WSC's financial performance presents a mixed picture. Revenue has fluctuated, starting at $587.18M in Q1 2024 and reaching $589.08M in Q2 2025, indicating inconsistent growth. The gross profit ratio has also varied, peaking at 0.56 in Q4 2023 before settling at 0.50 in the latest quarter, suggesting some pressure on profitability. Operating cash flow has been generally positive, with $205.31M reported in Q2 2025. However, there was a significant dip to -$1.56M in Q3 2024, raising concerns about cash flow stability. Total debt has remained high, starting at $3744.63M in Q1 2024 and increasing to $3865.41M in Q2 2025, indicating a consistently leveraged position. Overall, while revenue and cash flow show some positive signs, the fluctuating profitability and high debt levels suggest potential risks to WSC's financial health in the near term.

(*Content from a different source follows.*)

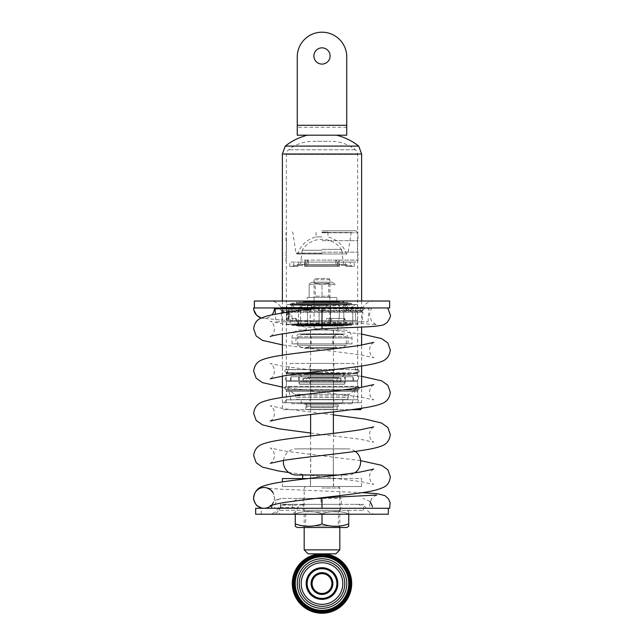 <?xml version="1.0" encoding="UTF-8"?>
<svg xmlns="http://www.w3.org/2000/svg" width="644" height="644" viewBox="0 0 644 644"><rect width="100%" height="100%" fill="white"/><g stroke="black" fill="none" stroke-linecap="round" stroke-linejoin="round"><path stroke-width="0.48" stroke-dasharray="3.22 2.42" d="M299.09 310.505L296.441 310.505L299.09 310.505L298.566 308.074C299.838 305.602 302.044 306.407 305.2 310.505L310.231 310.505L305.2 310.505C302.028 306.399 299.822 305.594 298.566 308.074L299.09 310.505L300.418 310.505L298.309 310.505L300.418 310.505L302.108 305.103L292.698 304.692L309.209 304.692C314.377 304.765 329.173 304.491 326.894 304.99L318.925 305.103C324.85 305.264 331.781 304.749 323.908 304.692L294.413 304.692C291.185 304.652 291.869 304.749 296.473 304.99L302.108 305.103L300.418 310.505L299.09 310.505M310.231 310.505C309.112 305.401 317.5 305.449 318.466 310.505L323.199 310.505L318.466 310.505C317.468 305.401 309.104 305.449 310.231 310.505L310.231 324.021L319.142 323.892L310.231 324.021L319.142 323.892L310.231 324.021L310.231 310.505L310.666 310.505L311.785 305.103L310.666 310.505L310.231 310.505M296.554 310.505L292.296 304.717L296.473 304.99M319.126 310.505L324.149 310.505L319.126 310.505L318.925 305.103L311.785 305.103L318.925 305.103L319.142 323.892L319.142 309.152L319.126 310.505L318.466 310.505L319.126 310.505M326.894 304.99L323.908 304.692L323.199 310.505M302.108 305.103L307.486 305.143L307.486 323.787L298.566 324.109L307.486 323.787L298.566 324.109L307.486 323.787L307.486 305.143L306.697 310.505L307.486 305.143L302.108 305.103M298.566 308.074L298.566 324.109L298.566 308.074M305.2 310.505L306.697 310.505L305.2 310.505M344.967 305.103L343.832 305.216L344.967 305.103L346.456 310.505L348.452 310.505L346.247 310.505L348.452 310.505C350.602 307.743 352.035 306.431 352.743 306.568L350.569 310.505L352.743 306.568C352.027 306.447 350.594 307.752 348.452 310.505L344.427 310.505L346.464 310.505L344.967 305.103L342.222 305.071L344.427 310.505L342.222 305.071L354.788 304.692L342.632 304.99M348.637 310.505L346.939 305.103L343.832 305.216L343.832 323.715L352.743 324.165L343.832 323.715L352.743 324.165L343.832 323.715L343.832 305.216L346.81 305.103L348.637 310.505L350.569 310.505L348.637 310.505M352.743 306.568L352.743 324.165L352.743 306.568M341.859 318.426L339.066 318.426L337.263 323.779L347.06 324.173L344.604 318.426L341.859 318.426L344.604 318.426L347.06 324.173L337.263 323.779L339.066 318.426L341.859 318.426M341.376 323.811C348.018 324.117 348.541 324.254 342.946 324.23L324.029 323.964L326.854 318.426L331.741 318.426L330.525 323.779L324.029 323.964L326.854 318.426L344.178 318.426L326.854 318.426L339.235 318.426L331.741 318.426L330.525 323.779L337.263 323.779L330.517 323.771L330.517 305.159L339.235 304.934L339.235 318.426L339.235 304.934L330.517 305.159L330.517 323.771C322.773 323.852 322.346 323.996 329.261 324.23L328.794 318.426M325.534 323.811C320.615 324.045 328.746 324.326 333.19 324.23L345.917 324.23L344.178 318.426M330.517 305.159L339.235 304.934L330.517 305.159M296.055 318.426L295.194 318.426L298.22 323.779L299.09 323.811L289.373 324.23L300.611 323.634L298.22 323.779L295.194 318.426L291.893 318.426L296.055 318.426M298.22 323.779L299.09 323.811M295.999 318.426L291.7 318.426L295.999 318.426M348.734 310.505L346.939 305.103L329.921 305.997L329.921 322.934L314.079 322.934L314.079 305.997L329.921 305.997L314.079 305.997L291.893 304.837L300.611 305.288L300.611 323.634L329.921 322.934L357.307 324.367L286.693 324.367L357.307 324.367L357.307 320.503L286.693 320.503L286.693 324.367L289.373 324.23L291.7 318.426M350.722 310.505L354.788 304.692L357.307 304.564L286.693 304.564L291.893 304.837L291.893 318.426M307.405 305.103L311.785 305.103L307.405 305.103M286.693 308.42L357.307 308.42L357.307 304.564L286.693 304.564L286.693 308.42L357.307 308.42M286.451 320.511L357.549 320.511L287.852 320.511L289.921 320.511L289.921 313.475L288.432 313.475L288.432 308.428L355.569 308.42L288.432 308.42L288.432 320.503L355.569 320.503L288.432 320.503L288.432 314.465L288.963 314.465L288.963 320.511L286.451 320.511L286.451 314.465L286.95 314.465L286.95 320.511M288.432 313.475L288.963 313.475L288.963 308.428L288.432 308.428L355.569 308.428L355.569 320.503L355.569 308.428L289.921 308.428L289.921 314.465L288.432 314.465M286.693 320.503L357.307 320.503M310.666 310.505L306.697 310.505L310.666 310.505M315.319 278.538L328.682 278.538L315.319 278.538L314.079 279.77L314.079 330.034L329.921 330.034L314.079 330.034L314.079 326.073L329.921 326.073L314.079 326.073L329.921 325.671L314.079 325.671L329.921 325.276L314.079 325.276L329.921 324.882L314.079 324.882L329.921 324.584L314.079 324.584L329.921 324.19L314.079 323.795M328.682 278.538L329.921 279.77L329.921 323.795M306.158 330.034L337.842 330.034L306.158 330.034L306.158 326.073L337.842 326.073L306.158 326.073M337.842 330.034L337.842 326.073M314.079 326.073L329.921 326.073L314.079 326.073M300.217 326.073L343.783 326.073L300.217 325.671M343.783 326.073L343.783 325.671M314.079 325.671L329.921 325.671L314.079 325.671M296.256 325.671L347.744 325.671L296.256 325.276M314.079 325.276L329.921 325.276L314.079 325.276M292.287 325.276L351.713 325.276L292.287 324.882M314.079 324.882L329.921 324.882L314.079 324.882M304.177 324.882L339.823 324.882L304.177 324.584M314.079 324.584L329.921 324.584L314.079 324.584M292.287 324.584L351.713 324.584L292.287 324.19M329.921 324.19L314.079 324.19L329.921 324.19M353.693 324.19L297.262 323.795L353.693 323.795M317.218 324.19L351.519 324.19L317.218 324.19M314.079 305.159L329.921 305.159L314.079 305.159L314.079 304.467L329.921 304.467L314.079 304.467L314.079 303.775L329.921 303.775L314.079 303.775L314.079 303.083L329.921 303.083L314.079 303.083L314.079 302.39L329.921 302.39L314.079 302.39L314.079 301.891L329.921 301.891L314.079 301.891L314.079 301.4L329.921 301.4L314.079 301.4L314.079 297.439L329.921 297.439L314.079 297.439M329.921 305.159L329.921 297.439M290.307 305.159L292.481 305.159L292.481 304.467L346.738 304.467L290.307 304.467L292.481 304.467L292.481 303.775L346.738 303.775L290.307 303.775L292.481 303.775L292.481 304.467L290.307 304.467L346.738 304.467L292.481 304.467L292.481 305.159L290.307 305.159L290.307 303.775M326.782 305.159L292.481 305.159L326.782 305.159L326.782 303.775L326.782 305.159M346.738 305.159L346.738 303.775L346.738 305.159M314.079 304.467L329.921 304.467L314.079 304.467M314.079 303.775L329.921 303.775L314.079 303.775M292.287 303.775L351.713 303.775L292.287 303.775L292.287 303.083L351.713 303.083L292.287 303.083M351.713 303.775L351.713 303.083M314.079 303.083L329.921 303.083L314.079 303.083M296.256 303.083L347.744 303.083L296.256 303.083L296.256 302.39L347.744 302.39L296.256 302.39M347.744 303.083L347.744 302.39M314.079 302.39L329.921 302.39L314.079 302.39M300.217 302.39L343.783 302.39L300.217 302.39L300.217 301.891L343.783 301.891L300.217 301.891M343.783 302.39L343.783 301.891M314.079 301.891L329.921 301.891L314.079 301.891M304.177 301.891L339.823 301.891L304.177 301.891L304.177 301.4L339.823 301.4L304.177 301.4M339.823 301.891L339.823 301.4M314.079 301.4L329.921 301.4L314.079 301.4M307.148 301.4L336.852 301.4L307.148 301.4L307.148 297.439L336.852 297.439L307.148 297.439M336.852 301.4L336.852 297.439M289.921 320.511L288.963 320.511M357.549 320.511L357.549 308.428L287.852 308.428L287.852 314.465L286.451 314.465M287.852 320.511L287.852 313.475L286.451 313.475L286.451 308.428L357.549 308.428M286.451 313.475L286.95 313.475L286.95 308.428L286.451 308.428M286.95 308.428L288.963 308.428M287.852 308.428L289.921 308.428M287.852 314.465L289.921 314.465M286.95 314.465L288.963 314.465M286.95 313.475L288.963 313.475M287.852 313.475L289.921 313.475M289.341 504.324L303.227 504.324L303.227 498.384L341.312 498.384L320.994 498.384L320.994 504.324L307.108 504.324L300.176 505.121L297.931 507.416C296.369 511.763 293.672 514.033 289.848 514.226L272.082 514.226C275.906 514.033 278.594 511.763 280.156 507.416L282.402 505.121L288.826 504.324L355.174 504.324L307.108 504.324M303.227 504.324L320.994 504.324M303.227 498.384L282.402 498.384C277.459 498.867 274.803 502.167 274.433 508.285L261.287 508.285L261.287 514.226L255.652 514.226M261.287 508.285L255.652 508.285M388.348 514.226L279.061 514.226L279.061 508.285L292.199 508.285C292.561 502.175 295.218 498.875 300.176 498.384L320.994 498.384M322 497.884L322 508.285L388.348 508.285L279.061 508.285M274.433 508.285L292.199 508.285M282.402 498.384L316.268 498.384M322 498.384L300.176 498.384M272.082 514.226L261.287 514.226M279.061 514.226L289.848 514.226M332.892 336.78L336.611 334.639L307.389 334.639L336.611 334.639A5.941 5.941 0 0 1 339.581 333.842L304.419 333.842A5.941 5.941 0 0 1 307.389 334.639L311.108 336.78L311.108 345.361L307.389 347.502L336.611 347.502L307.389 347.502A5.941 5.941 0 0 1 304.419 348.299L339.581 348.299A5.941 5.941 0 0 1 336.611 347.502L332.892 345.361L311.108 345.361L332.892 345.361L332.892 336.78L311.108 336.78L332.892 336.78M301.448 334.639A5.941 5.941 0 0 1 304.419 333.842L339.581 333.842A5.941 5.941 0 0 1 342.552 334.639L346.263 336.78L297.737 336.78L346.263 336.78L346.263 345.361L297.737 345.361L346.263 345.361L342.552 347.502A5.941 5.941 0 0 1 339.581 348.299L304.419 348.299A5.941 5.941 0 0 1 301.448 347.502L297.737 345.361L297.737 336.78L301.448 334.639L342.552 334.639L301.448 334.639M341.312 478.573L302.688 478.573L341.312 478.573L341.312 475.006L338.293 475.006L347.551 475.006A13.073 13.073 0 0 0 354.747 472.849M355.279 451.396A13.073 13.073 0 0 0 347.551 448.868L296.449 448.868L347.551 448.868M283.465 460.42A13.073 13.073 0 0 1 296.449 448.868M310.714 478.573L333.286 478.573L310.714 478.573L310.714 448.868L333.286 448.868L310.714 448.868M333.286 478.573L333.286 448.868M341.312 475.006L347.551 475.006M336.852 583.544A14.852 14.852 0 0 1 322 598.397A14.852 14.852 0 0 1 307.148 583.544A14.852 14.852 0 0 1 322 568.692A14.852 14.852 0 0 1 336.852 583.544M306.158 583.544A15.842 15.842 0 0 0 322 599.387A15.842 15.842 0 0 0 337.842 583.544A15.842 15.842 0 0 1 322 599.387A15.842 15.842 0 0 1 306.158 583.544A15.842 15.842 0 0 0 322 599.387A15.842 15.842 0 0 0 337.842 583.544A15.842 15.842 0 0 0 322 567.702A15.842 15.842 0 0 0 306.158 583.544A15.842 15.842 0 0 1 322 567.702A15.842 15.842 0 0 1 337.842 583.544A15.842 15.842 0 0 0 322 567.702A15.842 15.842 0 0 0 306.158 583.544M332.892 583.544A10.892 10.892 0 0 0 322 572.653A10.892 10.892 0 0 0 311.108 583.544A10.892 10.892 0 0 0 322 594.436A10.892 10.892 0 0 0 332.892 583.544M312.099 583.544A9.902 9.902 0 0 1 322 573.643A9.902 9.902 0 0 1 331.902 583.544A9.902 9.902 0 0 1 322 593.446A9.902 9.902 0 0 1 312.099 583.544M301.207 583.544A20.793 20.793 0 0 0 322 604.338A20.793 20.793 0 0 0 342.793 583.544A20.793 20.793 0 0 1 322 604.338A20.793 20.793 0 0 1 301.207 583.544A20.793 20.793 0 0 0 322 604.338A20.793 20.793 0 0 0 342.793 583.544A20.793 20.793 0 0 0 322 562.751A20.793 20.793 0 0 0 301.207 583.544A20.793 20.793 0 0 1 322 562.751A20.793 20.793 0 0 1 342.793 583.544A20.793 20.793 0 0 0 322 562.751A20.793 20.793 0 0 0 301.207 583.544M348.734 583.544A26.734 26.734 0 0 1 322 610.287A26.734 26.734 0 0 1 295.266 583.544A26.734 26.734 0 0 1 322 556.81A26.734 26.734 0 0 1 348.734 583.544M350.722 583.544A28.722 28.722 0 0 1 322 612.267A28.722 28.722 0 0 1 293.278 583.544A28.722 28.722 0 0 1 322 554.83A28.722 28.722 0 0 1 350.722 583.544M292.287 583.544A29.713 29.713 0 0 0 322 613.257A29.713 29.713 0 0 0 351.713 583.544A29.713 29.713 0 0 0 322 553.84A29.713 29.713 0 0 0 292.287 583.544M349.724 583.544A27.724 27.724 0 0 0 322 555.82A27.724 27.724 0 0 0 294.276 583.544A27.724 27.724 0 0 0 322 611.277A27.724 27.724 0 0 0 349.724 583.544M329.921 279.77L314.079 279.77L329.921 279.77M329.921 330.034L314.079 330.034L329.921 330.034M310.609 330.034L333.391 330.034L310.609 330.034L310.609 414.559M310.609 435.996L310.609 486.494L333.391 486.494L310.609 486.494M333.391 330.034L333.391 411.918M333.391 433.364L333.391 486.494M322 486.494L338.342 486.494L322 486.494M322 487.983L339.823 487.983L322 487.983M308.138 553.84L335.862 553.84M304.177 549.871L339.823 549.871M314.031 297.439L329.969 297.439L314.031 297.439L315.262 296.2L328.738 296.2L315.262 296.2L315.262 283.424L328.738 283.424L329.969 282.185L314.031 282.185L329.969 282.185M329.969 297.439L328.738 296.2L328.738 283.424L315.262 283.424L314.031 282.185M312.099 282.185L331.902 282.185L312.099 282.185L309.128 283.899L309.128 285.051L309.128 283.899M331.902 282.185L334.872 283.899L334.872 285.051C330.589 283.545 326.299 283.545 322 285.051C317.717 283.545 313.427 283.545 309.128 285.051L309.128 297.439L322 297.439L309.128 297.439L309.128 285.051C313.411 283.545 317.701 283.545 322 285.051L322 297.439L334.872 297.439L322 297.439L322 285.051C326.283 283.545 330.573 283.545 334.872 285.051L334.872 283.899M304.129 510.265L339.871 510.265L304.129 510.265L305.659 511.795L338.342 511.795L305.659 511.795L305.659 525.963L338.342 525.963L339.871 527.492L304.129 527.492L339.871 527.492M339.871 510.265L338.342 511.795L338.342 525.963L305.659 525.963L304.129 527.492M297.311 510.265L346.689 510.265L297.311 510.265L295.266 511.449L295.266 513.832L295.266 511.449M346.689 510.265L348.734 511.449L348.734 513.832C339.847 510.7 330.936 510.7 322 513.832C313.113 510.7 304.193 510.7 295.266 513.832C304.153 510.7 313.065 510.7 322 513.832C330.887 510.7 339.807 510.7 348.734 513.832L348.734 511.449M322 514.226L322 523.926C330.887 527.058 339.807 527.058 348.734 523.926L348.734 514.226M295.266 514.226L295.266 523.926C304.153 527.058 313.065 527.058 322 523.926M297.311 527.492L346.689 527.492M310.416 333.995L333.584 333.995L310.416 333.995L310.416 330.034L333.584 330.034L310.416 330.034M333.584 333.995L333.584 330.034M295.958 343.896L348.042 343.896L295.958 343.896L295.958 337.955A3.961 3.961 0 0 1 299.919 333.995L344.081 333.995L299.919 333.995M348.042 343.896L348.042 337.955A3.961 3.961 0 0 0 344.081 333.995M352.002 343.896L291.998 343.896L352.002 343.896L352.002 337.955A7.921 7.921 0 0 0 344.081 330.034L299.919 330.034L344.081 330.034M291.998 343.896L291.998 337.955A7.921 7.921 0 0 1 299.919 330.034M303.187 510.265L340.813 510.265L303.187 510.265L303.187 504.324L340.813 504.324L303.187 504.324M340.813 510.265L340.813 504.324M280.406 510.265L363.594 510.265L280.406 510.265L280.406 504.324L363.594 504.324L280.406 504.324M363.594 510.265L363.594 504.324M310.416 486.494L333.584 486.494L310.416 486.494L310.416 478.573L333.584 478.573L310.416 478.573M333.584 486.494L333.584 478.573M282.386 486.494L361.614 486.494L282.386 486.494L282.386 481.913M361.614 486.494L361.614 478.573L307.84 478.573M282.386 478.573L361.614 478.573M361.614 301.022L361.614 307.703L282.386 307.703L361.614 307.703A1.98 1.98 0 0 0 361.614 311.583L282.386 311.583L361.614 311.583L361.614 327.088M282.386 301.022L282.386 307.703A1.98 1.98 0 0 1 282.386 311.583L282.386 333.866M330.122 55.964A8.122 8.122 0 0 0 322 47.849A8.122 8.122 0 0 0 313.878 55.964A8.122 8.122 0 0 1 322 47.849A8.122 8.122 0 0 1 330.122 55.964A8.122 8.122 0 0 0 322 47.849A8.122 8.122 0 0 0 313.878 55.964A8.122 8.122 0 0 0 322 64.086A8.122 8.122 0 0 0 330.122 55.964A8.122 8.122 0 0 1 322 64.086A8.122 8.122 0 0 1 313.878 55.964A8.122 8.122 0 0 0 322 64.086A8.122 8.122 0 0 0 330.122 55.964M359.634 402.733L284.366 402.733L359.634 402.733L357.653 399.763L286.347 399.763L357.653 399.763L357.653 390.216A1.98 1.98 0 0 0 357.653 386.336L357.653 373.383A1.98 1.98 0 0 0 357.653 369.495L286.347 369.495L286.347 154.439A5.941 5.941 0 0 1 288.617 149.762A39.614 39.614 0 0 1 313.097 141.294L330.903 141.294L313.097 141.294M284.366 402.733L286.347 399.763L286.347 390.216L357.653 390.216L286.347 390.216A1.98 1.98 0 0 1 286.347 386.336L357.653 386.336L286.347 386.336L286.347 373.383L357.653 373.383L286.347 373.383A1.98 1.98 0 0 1 286.347 369.495L357.653 369.495L357.653 154.439A5.941 5.941 0 0 0 355.383 149.762A39.614 39.614 0 0 0 330.903 141.294M361.614 408.248L361.614 402.733L282.386 402.733L361.614 402.733L361.614 387.326M361.614 366.001L361.614 345.079M360.624 409.665L283.376 409.665L282.386 408.674L282.386 397.429M282.386 376.104L282.386 355.182M358.732 146.083L285.268 146.083M322 135.192L307.413 135.192L322 135.192M361.614 154.005L282.386 154.005M346.754 127.27L297.246 127.27L346.754 127.27L346.754 56.954L346.754 127.27M297.246 56.954A24.754 24.754 0 0 1 322 32.2A24.754 24.754 0 0 0 297.246 56.954L297.246 125.29L297.246 56.954A24.754 24.754 0 0 1 322 32.2A24.754 24.754 0 0 1 346.754 56.954A24.754 24.754 0 0 0 322 32.2A24.754 24.754 0 0 1 346.754 56.954M297.246 135.192L346.754 135.192L346.754 125.29L297.246 125.29L297.246 135.192M297.246 125.29L297.246 127.27L297.246 125.29L346.754 125.29L297.246 125.29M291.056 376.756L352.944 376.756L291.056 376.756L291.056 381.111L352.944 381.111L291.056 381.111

The company demonstrates a moderately bullish profile, characterized by solid revenue growth and improving profitability. Revenue has consistently increased, indicating strong market demand. The gross margin exhibits stability, suggesting efficient cost management. Return on Equity (ROE) has shown positive movement, signaling enhanced profitability and efficient use of shareholder equity. The Price-to-Earnings (P/E) ratio, while elevated, might be justifiable given the growth trajectory and positive ROE trend. The Debt-to-Equity ratio shows a slight increase, which warrants monitoring, but is counterbalanced by a healthy Current Ratio, implying sufficient liquidity to meet short-term obligations. Overall, the company presents a favorable picture with growth and profitability, though the leverage should be watched closely. The combination of growth and profitability suggests potential for continued positive performance over the next 12 months.